Jevons paradox: why more efficient AI doesn't necessarily mean savings

Logic dictates that the more efficient a technology is, the fewer resources it consumes. But economist William Stanley Jevons showed as early as the 19th century that this isn't how it works. When steam engines became more efficient and used less coal, operating costs fell — and demand for coal skyrocketed instead. This exact scenario now threatens the field of artificial intelligence as well.

The new UN report titled The Environmental Cost of Artificial Intelligence: Carbon, Water, and Land Footprints, highlighted by 100+1 zahraniční zajímavost, warns that the growing efficiency of AI models will actually lead to even greater consumption, not savings. Cheaper operation means wider deployment, new use cases, and a higher overall burden.

"When technology gets cheaper, people start using it everywhere. This is a principle that has held true since the invention of the wheel," comments one of the report's authors. And with AI, it seems, it will be no different.

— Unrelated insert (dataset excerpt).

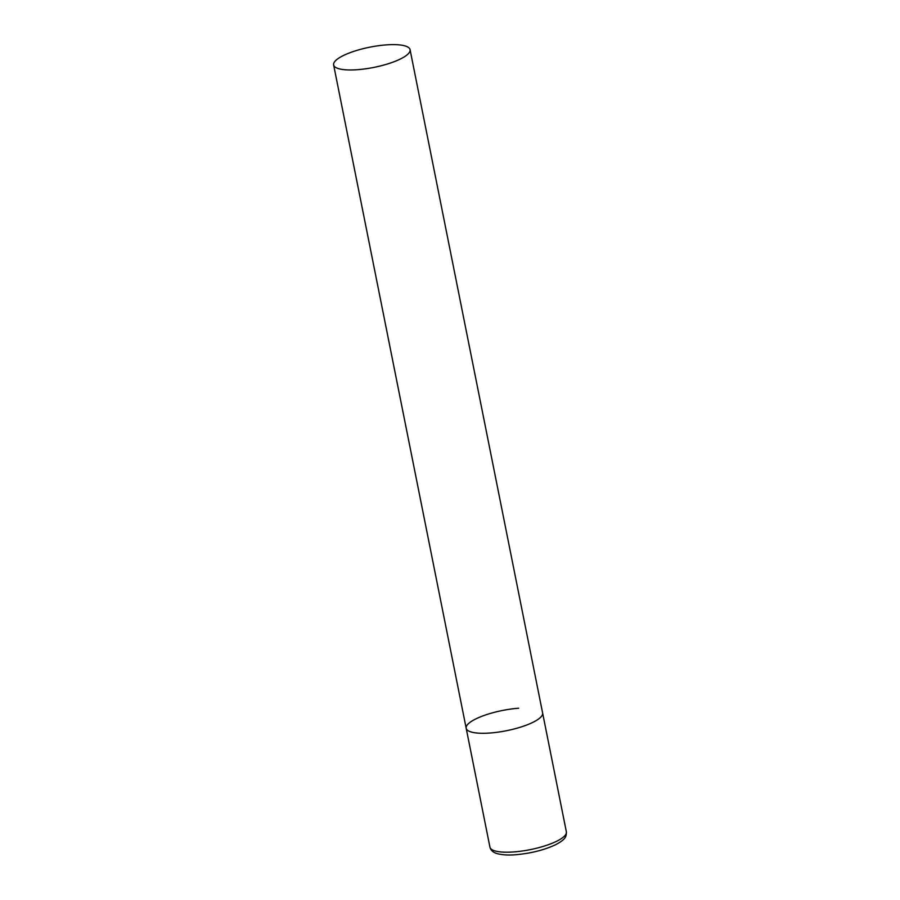 <?xml version="1.0" encoding="UTF-8"?>
<svg xmlns="http://www.w3.org/2000/svg" width="900" height="900" viewBox="0 0 900 900"><rect width="100%" height="100%" fill="white"/><g stroke="black" fill="none" stroke-linecap="round" stroke-linejoin="round"><path stroke-width="1.35" d="M410.062 49.657A38.97 10.316 -11.3 0 0 378.113 45.765A38.97 10.316 -11.3 0 0 336.33 59.951A38.97 10.316 -11.3 0 0 333.63 64.924A38.97 10.316 -11.3 0 0 365.58 68.816A38.97 10.316 -11.3 0 0 407.363 54.63A38.97 10.316 -11.3 0 0 410.062 49.657L566.37 831.881A38.97 10.316 168.7 0 1 513.889 851.918A38.97 10.316 168.7 0 1 489.938 847.159L466.178 728.246A38.97 10.316 -11.3 0 0 498.127 732.139A38.97 10.316 -11.3 0 0 539.91 717.952A38.97 10.316 -11.3 0 0 542.61 712.98A38.97 10.316 168.7 0 1 490.129 733.005A38.97 10.316 168.7 0 1 466.178 728.246A38.97 10.316 168.7 0 1 518.659 708.221M489.938 847.159C490.77 850.342 493.2 852.514 497.228 853.639C504.45 855.54 512.426 855 515.722 854.741C530.966 853.369 544.286 850.016 555.694 844.673C565.965 839.171 566.359 836.55 566.37 831.881M466.178 728.246L333.63 64.924"/></g></svg>

Chilling data: electricity, water, and emissions

The UN report estimates that by 2030, AI-related energy consumption could double and reach a level equivalent to 3% of global electricity production. For comparison — that's roughly the same share consumed today by the entire country of Japan, the world's fifth-largest economy.

No less alarming is the view on emissions. According to the report, AI's carbon footprint could by 2030 match the total emissions of the United Kingdom — a country of 67 million people, including its industry, transport, and agriculture combined.

The biggest shock, however, comes from the water figure: cooling AI data centers could consume more water than the total annual drinking water consumption of all humanity. Data centers require enormous amounts of water for server cooling — and with each new, more powerful chip, this need continues to grow.

Specific historical figures

As early as 2021, Google's AI division consumed 10–15% of the total 18.3 TWh the company drew from the grid that year. Training the GPT-3 model required 1,287 MWh — roughly the annual consumption of 121 American households. And that was a model from 2020. Today's models like GPT-5 or Gemini 3 are an order of magnitude more demanding.

The International Energy Agency (IEA) noted in its 2024 analysis that the capital investments of Google, Microsoft, and Amazon in data centers in 2023 for the first time exceeded the investments of the entire US oil and gas industry — together representing roughly 0.5% of US GDP.

What the tech giants are doing about it

The major players are aware of the problem — and are investing massively in renewable energy. Amazon, Microsoft, Meta, and Google are the world's four largest corporate buyers of green energy and have so far contracted nearly 50 GW of renewable sources through PPAs (Power Purchase Agreements), equivalent to the generation capacity of the entire country of Sweden.

Both Google and Microsoft have also committed to running their data centers on exclusively carbon-free energy 24 hours a day, 7 days a week by 2030. This is a significantly more ambitious goal than merely "annually matching" consumption by purchasing green certificates — it means genuinely covering every megawatt-hour in real time.

The problem, however, is that these commitments are failing to keep pace with the rate of growth. According to the IEA, data center electricity consumption in some US states has already climbed above 10% of total consumption. In Ireland, it exceeds 20% — and the country had to temporarily suspend construction of new centers due to grid overload.

European context: regulation that can help

For the Czech Republic and the European Union, the topic is particularly timely. As early as 2024, the EU introduced mandatory reporting of data center energy performance (under the revised Energy Efficiency Directive, EED). Every data center with an installed capacity above 500 kW must, since May 2024, report total energy consumption, the share of renewable sources, water consumption, and the rate of waste heat reuse.

Furthermore, the CSRD (Corporate Sustainability Reporting Directive) has, since 2024, required large technology companies to report their environmental impact in detail. This creates pressure for transparency — and at the same time gives regulators data on which to base minimum performance standards.

The Czech Republic is a member of the IEA, and these European regulations fully apply to it. While the country has not yet seen such dramatic growth in data centers as Ireland or the Netherlands, with the increasing digitalization of businesses and public administration, the question of energy intensity will become ever more pressing.

What readers should know — and what they can do

For the average user of ChatGPT, Gemini, or Midjourney, it is practically impossible to estimate how much energy a single query consumes. Expert estimates vary significantly — a single chat query can, depending on complexity, represent 0.001 to 0.01 kWh, roughly the equivalent of running an LED light bulb for several minutes to several tens of minutes.

The key factor, however, is scale: while one family has one light bulb at home, ChatGPT is used by hundreds of millions of people daily. And with the rise of AI agents that autonomously perform tens or hundreds of queries in sequence, the ecological footprint multiplies.

The UN report therefore calls for the adoption of principles of transparency, equity, and sustainable resource use. And as with other environmental challenges, the rule holds true: technology alone won't solve the problem. It will take a combination of regulation, innovation, and — most importantly — conscious use.